家族的阴司,一般人巴不得藏得死死的。
赵诗雯这位堂姐,知道自己失去容貌将来不好嫁,便干脆把堂妹也拉下马。
真是丝毫不顾姐妹情分。
裴婉辞问:“你堂姐现在……”
“我娘已经把她远远送走了,她爹娘跪在我娘面前求饶,我娘只让他们离开公主府与伯爵府。”
伯爵府是因为赵诗雯的父亲尚了长公主,才被赐下的,本来就与赵家其他人没有关系。
人家内宅的事情,裴婉辞也无意探听,又问:“那……高大郎听了她的话,有什么反应?”
赵诗雯红着脸,小声与裴婉辞咬耳朵。
“他说,卫绍是顶天立地的男子,莫说女子对其倾慕,他身为男儿,对卫绍也颇为佩服。”
“还安慰我说,至少卫绍还活着,而他的前未婚妻与他,已经生死相隔了。”
裴婉辞心道,这么看来,高大郎对赵诗雯更多的是怜惜,而非感情吧。
赵诗雯说:“我看他坦坦荡荡,心生好感,想当面感谢他,随父母去高家的时候,遇到一只受伤的兔子,拿着帕子给兔子包扎腿伤,喊了高家丫鬟过来处理。”
“后来他来找我还帕子,我才知那兔子,竟然是他先前那个未婚妻养的,他一直精心呵护。可叹那日兔子受伤救回来之后,也只多活了几日,寿命到了。”
“一来二去,我同他就……”
裴婉辞懂了,在那个男人最失落绝望的时候,赵诗雯温馨陪伴,叫男人动了心。
“难怪最近你都没空去陪静儿,竟然是有了心爱的男子,将好友都忘了?”
赵诗雯赶紧摆手:“不是,这还真不是。是我娘总嫌弃我学问不高,怕我嫁到高家那种书香门第会被人瞧不上,所以……”

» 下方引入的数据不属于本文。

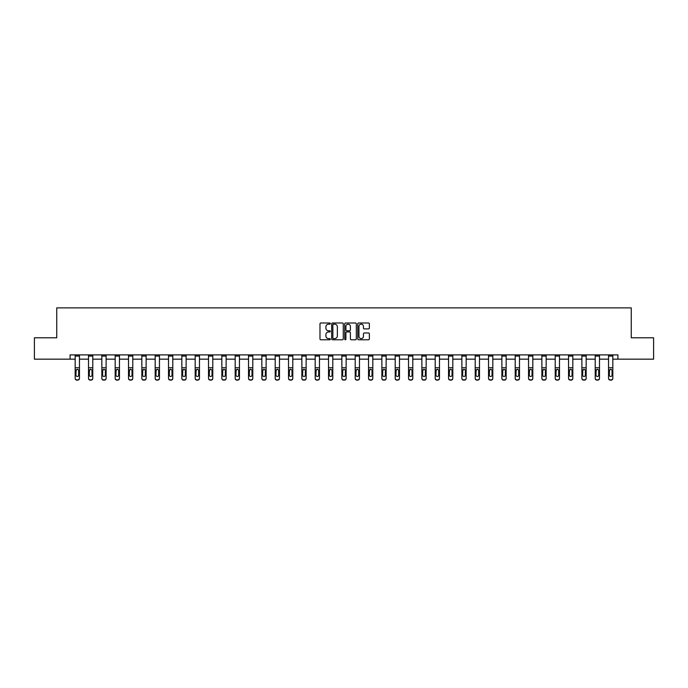<?xml version="1.0" encoding="UTF-8"?>
<svg xmlns="http://www.w3.org/2000/svg" width="688" height="688" viewBox="0 0 688 688"><rect width="100%" height="100%" fill="white"/><g stroke="black" fill="none" stroke-linecap="round" stroke-linejoin="round"><path stroke-width="1.03" d="M330.326 323.584A0.585 0.585 0 0 0 329.733 322.99L320.823 322.99A0.843 0.843 0 0 0 319.98 323.833L319.98 338.935A0.843 0.843 0 0 0 320.823 339.777L329.733 339.777A0.585 0.585 0 0 0 330.326 339.184A0.585 0.585 0 0 0 329.733 338.599L328.58 338.599A2.683 2.683 0 0 1 325.897 335.916L325.897 334.652A2.683 2.683 0 0 1 328.58 331.969L329.733 331.969A0.585 0.585 0 0 0 330.326 331.384A0.585 0.585 0 0 0 329.733 330.799L328.58 330.799A2.683 2.683 0 0 1 325.897 328.107L325.897 326.852A2.683 2.683 0 0 1 328.58 324.168L329.733 324.168A0.585 0.585 0 0 0 330.326 323.584M368.519 328.907A0.843 0.843 0 0 0 369.361 328.073L369.361 323.833A0.843 0.843 0 0 0 368.519 322.99L358.62 322.99A0.843 0.843 0 0 0 357.777 323.833L357.777 338.935A0.843 0.843 0 0 0 358.62 339.777L368.519 339.777A0.843 0.843 0 0 0 369.361 338.935L369.361 333.818A0.843 0.843 0 0 0 368.519 332.975L364.287 332.975A0.843 0.843 0 0 0 363.445 333.818L363.445 336.355A2.245 2.245 0 0 1 361.2 338.599A2.245 2.245 0 0 1 358.955 336.355L358.955 326.413A2.245 2.245 0 0 1 361.2 324.168A2.245 2.245 0 0 1 363.445 326.413L363.445 328.073A0.843 0.843 0 0 0 364.287 328.907L368.519 328.907M70.09 359.162L34.4 359.162L34.4 337.791L56.751 337.791L56.751 307.88L631.249 307.88L631.249 337.791L653.6 337.791L653.6 359.162L617.91 359.162L617.91 354.888L70.09 354.888L70.09 359.162L75.173 359.162M343.269 323.833A0.843 0.843 0 0 0 342.426 322.99L332.528 322.99A0.843 0.843 0 0 0 331.685 323.833L331.685 338.935A0.843 0.843 0 0 0 332.528 339.777L342.426 339.777A0.843 0.843 0 0 0 343.269 338.935L343.269 323.833M345.574 322.99L355.472 322.99A0.843 0.843 0 0 1 356.315 323.833L356.315 338.935A0.843 0.843 0 0 1 355.472 339.777L351.233 339.777A0.843 0.843 0 0 1 350.398 338.935L350.398 332.811A0.843 0.843 0 0 0 349.556 331.969L346.752 331.969A0.843 0.843 0 0 0 345.909 332.811L345.909 339.184A0.585 0.585 0 0 1 345.324 339.777A0.585 0.585 0 0 1 344.731 339.184L344.731 323.833A0.843 0.843 0 0 1 345.574 322.99M79.447 359.162L88.511 359.162M92.785 359.162L101.841 359.162M106.115 359.162L115.18 359.162M119.454 359.162L128.51 359.162M132.784 359.162L141.848 359.162M146.123 359.162L155.178 359.162M159.453 359.162L168.517 359.162M172.791 359.162L181.847 359.162M186.121 359.162L195.186 359.162M199.46 359.162L208.516 359.162M212.79 359.162L221.854 359.162M226.128 359.162L235.184 359.162M239.458 359.162L248.523 359.162M252.797 359.162L261.853 359.162M266.127 359.162L275.191 359.162M279.466 359.162L288.521 359.162M292.796 359.162L301.86 359.162M306.134 359.162L315.19 359.162M319.464 359.162L328.529 359.162M332.803 359.162L341.867 359.162M346.133 359.162L355.197 359.162M359.471 359.162L368.536 359.162M372.81 359.162L381.866 359.162M386.14 359.162L395.204 359.162M399.479 359.162L408.534 359.162M412.809 359.162L421.873 359.162M426.147 359.162L435.203 359.162M439.477 359.162L448.542 359.162M452.816 359.162L461.872 359.162M466.146 359.162L475.21 359.162M479.484 359.162L488.54 359.162M492.814 359.162L501.879 359.162M506.153 359.162L515.209 359.162M519.483 359.162L528.547 359.162M532.822 359.162L541.877 359.162M546.152 359.162L555.216 359.162M559.49 359.162L568.546 359.162M572.82 359.162L581.885 359.162M586.159 359.162L595.215 359.162M599.489 359.162L608.553 359.162M612.827 359.162L617.91 359.162M333.448 324.168A0.585 0.585 0 0 0 332.863 324.753L332.863 338.014A0.585 0.585 0 0 0 333.448 338.599L334.669 338.599A2.683 2.683 0 0 0 337.352 335.916L337.352 326.852A2.683 2.683 0 0 0 334.669 324.168L333.448 324.168M350.398 326.456A2.245 2.245 0 0 0 348.154 324.211A2.245 2.245 0 0 0 345.909 326.456L345.909 329.956A0.843 0.843 0 0 0 346.752 330.799L349.556 330.799A0.843 0.843 0 0 0 350.398 329.956L350.398 326.456M75.173 370.239L75.173 378.159A1.711 1.694 -0 0 0 76.884 379.853L77.735 379.853A1.711 1.694 -0 0 0 79.447 378.159L79.447 378.426A1.711 1.694 180 0 1 77.735 380.12L77.735 379.853M78.681 375.106L78.681 370.6L78.681 375.106A1.367 1.359 180 0 1 77.314 376.465A1.367 1.359 180 0 0 78.681 375.106M75.938 375.373L75.938 375.106A1.367 1.359 180 0 0 77.314 376.465M75.938 375.106L76.093 369.972L77.314 369.232L78.527 369.972L77.314 369.232L75.938 370.497M79.447 354.888L79.447 378.159M75.173 354.888L75.173 378.159M76.884 379.853L77.735 380.12M76.884 380.12A1.711 1.694 180 0 1 75.173 378.426M79.447 369.972L78.527 369.972L78.681 370.6M88.511 370.239L88.511 378.159A1.711 1.694 -0 0 0 90.214 379.853L91.074 379.853A1.711 1.694 -0 0 0 92.785 378.159L92.785 378.426A1.711 1.694 180 0 1 91.074 380.12L91.074 379.853M92.011 375.106L92.011 370.6L92.011 375.106A1.367 1.359 180 0 1 90.644 376.465A1.367 1.359 180 0 0 92.011 375.106M89.277 375.373L89.277 375.106A1.367 1.359 180 0 0 90.644 376.465M89.277 375.106L89.431 369.972L90.644 369.232L91.857 369.972L90.644 369.232L89.277 370.497M101.841 370.239L101.841 378.159A1.711 1.694 -0 0 0 103.553 379.853L104.404 379.853A1.711 1.694 -0 0 0 106.115 378.159L106.115 378.426A1.711 1.694 180 0 1 104.404 380.12L104.404 379.853M105.35 375.106L105.35 370.6L105.35 375.106A1.367 1.359 180 0 1 103.983 376.465A1.367 1.359 180 0 0 105.35 375.106M102.615 375.373L102.615 375.106A1.367 1.359 180 0 0 103.983 376.465M102.615 375.106L102.761 369.972L103.983 369.232L105.195 369.972L103.983 369.232L102.615 370.497M92.785 354.888L92.785 378.159M88.511 354.888L88.511 378.159M90.214 379.853L91.074 380.12M90.214 380.12A1.711 1.694 180 0 1 88.511 378.426M92.785 369.972L91.857 369.972L92.011 370.6M106.115 354.888L106.115 378.159M101.841 354.888L101.841 378.159M103.553 379.853L104.404 380.12M103.553 380.12A1.711 1.694 180 0 1 101.841 378.426M106.115 369.972L105.195 369.972L105.35 370.6M115.18 370.239L115.18 378.159A1.711 1.694 -0 0 0 116.883 379.853L117.743 379.853A1.711 1.694 -0 0 0 119.454 378.159L119.454 378.426A1.711 1.694 180 0 1 117.743 380.12L117.743 379.853M118.68 375.106L118.68 370.6L118.68 375.106A1.367 1.359 180 0 1 117.313 376.465A1.367 1.359 180 0 0 118.68 375.106M115.945 375.373L115.945 375.106A1.367 1.359 180 0 0 117.313 376.465M115.945 375.106L116.1 369.972L117.313 369.232L118.534 369.972L117.313 369.232L115.945 370.497M119.454 354.888L119.454 378.159M115.18 354.888L115.18 378.159M116.883 379.853L117.743 380.12M116.883 380.12A1.711 1.694 180 0 1 115.18 378.426M119.454 369.972L118.534 369.972L118.68 370.6M128.51 370.239L128.51 378.159A1.711 1.694 -0 0 0 130.221 379.853L131.073 379.853A1.711 1.694 -0 0 0 132.784 378.159L132.784 378.426A1.711 1.694 180 0 1 131.073 380.12L131.073 379.853M132.019 375.106L132.019 370.6L132.019 375.106A1.367 1.359 180 0 1 130.651 376.465A1.367 1.359 180 0 0 132.019 375.106M129.284 375.373L129.284 375.106A1.367 1.359 180 0 0 130.651 376.465M129.284 375.106L129.43 369.972L130.651 369.232L131.864 369.972L130.651 369.232L129.284 370.497M132.784 354.888L132.784 378.159M128.51 354.888L128.51 378.159M130.221 379.853L131.073 380.12M130.221 380.12A1.711 1.694 180 0 1 128.51 378.426M132.784 369.972L131.864 369.972L132.019 370.6M141.848 370.239L141.848 378.159A1.711 1.694 -0 0 0 143.551 379.853L144.411 379.853A1.711 1.694 -0 0 0 146.123 378.159L146.123 378.426A1.711 1.694 180 0 1 144.411 380.12L144.411 379.853M145.349 375.106L145.349 370.6L145.349 375.106A1.367 1.359 180 0 1 143.981 376.465A1.367 1.359 180 0 0 145.349 375.106M142.614 375.373L142.614 375.106A1.367 1.359 180 0 0 143.981 376.465M142.614 375.106L142.769 369.972L143.981 369.232L145.202 369.972L143.981 369.232L142.614 370.497M146.123 354.888L146.123 378.159M141.848 354.888L141.848 378.159M143.551 379.853L144.411 380.12M143.551 380.12A1.711 1.694 180 0 1 141.848 378.426M146.123 369.972L145.202 369.972L145.349 370.6M155.178 370.239L155.178 378.159A1.711 1.694 -0 0 0 156.89 379.853L157.741 379.853A1.711 1.694 -0 0 0 159.453 378.159L159.453 378.426A1.711 1.694 180 0 1 157.741 380.12L157.741 379.853M158.687 375.106L158.687 370.6L158.687 375.106A1.367 1.359 180 0 1 157.32 376.465A1.367 1.359 180 0 0 158.687 375.106M155.952 375.373L155.952 375.106A1.367 1.359 180 0 0 157.32 376.465M155.952 375.106L156.099 369.972L157.32 369.232L158.532 369.972L157.32 369.232L155.952 370.497M159.453 354.888L159.453 378.159M155.178 354.888L155.178 378.159M156.89 379.853L157.741 380.12M156.89 380.12A1.711 1.694 180 0 1 155.178 378.426M159.453 369.972L158.532 369.972L158.687 370.6M168.517 370.239L168.517 378.159A1.711 1.694 -0 0 0 170.22 379.853L171.08 379.853A1.711 1.694 -0 0 0 172.791 378.159L172.791 378.426A1.711 1.694 180 0 1 171.08 380.12L171.08 379.853M172.017 375.106L172.017 370.6L172.017 375.106A1.367 1.359 180 0 1 170.65 376.465A1.367 1.359 180 0 0 172.017 375.106M169.282 375.373L169.282 375.106A1.367 1.359 180 0 0 170.65 376.465M169.282 375.106L169.437 369.972L170.65 369.232L171.871 369.972L170.65 369.232L169.282 370.497M172.791 354.888L172.791 378.159M168.517 354.888L168.517 378.159M170.22 379.853L171.08 380.12M170.22 380.12A1.711 1.694 180 0 1 168.517 378.426M172.791 369.972L171.871 369.972L172.017 370.6M181.847 370.239L181.847 378.159A1.711 1.694 -0 0 0 183.558 379.853L184.41 379.853A1.711 1.694 -0 0 0 186.121 378.159L186.121 378.426A1.711 1.694 180 0 1 184.41 380.12L184.41 379.853M185.356 375.106L185.356 370.6L185.356 375.106A1.367 1.359 180 0 1 183.988 376.465A1.367 1.359 180 0 0 185.356 375.106M182.621 375.373L182.621 375.106A1.367 1.359 180 0 0 183.988 376.465M182.621 375.106L182.767 369.972L183.988 369.232L185.201 369.972L183.988 369.232L182.621 370.497M186.121 354.888L186.121 378.159M181.847 354.888L181.847 378.159M183.558 379.853L184.41 380.12M183.558 380.12A1.711 1.694 180 0 1 181.847 378.426M186.121 369.972L185.201 369.972L185.356 370.6M195.186 370.239L195.186 378.159A1.711 1.694 -0 0 0 196.897 379.853L197.748 379.853A1.711 1.694 -0 0 0 199.46 378.159L199.46 378.426A1.711 1.694 180 0 1 197.748 380.12L197.748 379.853M198.686 375.106L198.686 370.6L198.686 375.106A1.367 1.359 180 0 1 197.318 376.465A1.367 1.359 180 0 0 198.686 375.106M195.951 375.373L195.951 375.106A1.367 1.359 180 0 0 197.318 376.465M195.951 375.106L196.106 369.972L197.318 369.232L198.54 369.972L197.318 369.232L195.951 370.497M199.46 354.888L199.46 378.159M195.186 354.888L195.186 378.159M196.897 379.853L197.748 380.12M196.897 380.12A1.711 1.694 180 0 1 195.186 378.426M199.46 369.972L198.54 369.972L198.686 370.6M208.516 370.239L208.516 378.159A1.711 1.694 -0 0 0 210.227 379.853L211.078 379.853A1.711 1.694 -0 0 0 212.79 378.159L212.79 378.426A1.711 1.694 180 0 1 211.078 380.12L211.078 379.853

裴婉辞说:“才不会,高大郎求娶你之前,难道没有打听过你吗?若他看重的是才华学问,应该去寻觅那样一名女郎,而不是求娶你后要求你变成那样的人。”
赵诗雯懵懵懂懂。
裴婉辞笑道:“不过学习没有错,要懂得劳逸结合。”
二人嬉笑着说完。
赵诗雯提起另外一件事:“昨日宫里发生一件事,闹得很大,你听说了吗?”
“宫里?不曾听说。”
赵诗雯压低声音:“昨日钟涵入宫看望钟贵妃,不知怎的,在御花园的千锂池落水了。刚好被路过的,康郡王府的二少爷救起。”
裴婉辞理了理思绪,问道:“我记得,康郡王府的二少爷,并非王妃所出?”
“不仅是庶出,他生母还是个歌姬,很早就没了。”赵诗雯说,“不过他养在嫡母跟前,康郡王妃对他很好,康郡王也很喜爱他。”
裴婉辞又说:“可是钟涵……她不是被皇上指给了二皇子殿下吗?”
“是呀,本来是说,太子殿下成亲之后,二皇子与钟涵就大婚的。现在生了变故……”
赵诗雯见左右没有人,压低声音告知裴婉辞。
“我娘昨日也进宫了,所以才知道得这么清楚。皇上当即取消了二皇子与钟涵的亲事,转而给二皇子定下……程觅娇。”
“程觅娇?”
程觅娇陪着夏锦蓉去贺家庄子上住了四日,在归京那日,听到了来自京都的消息。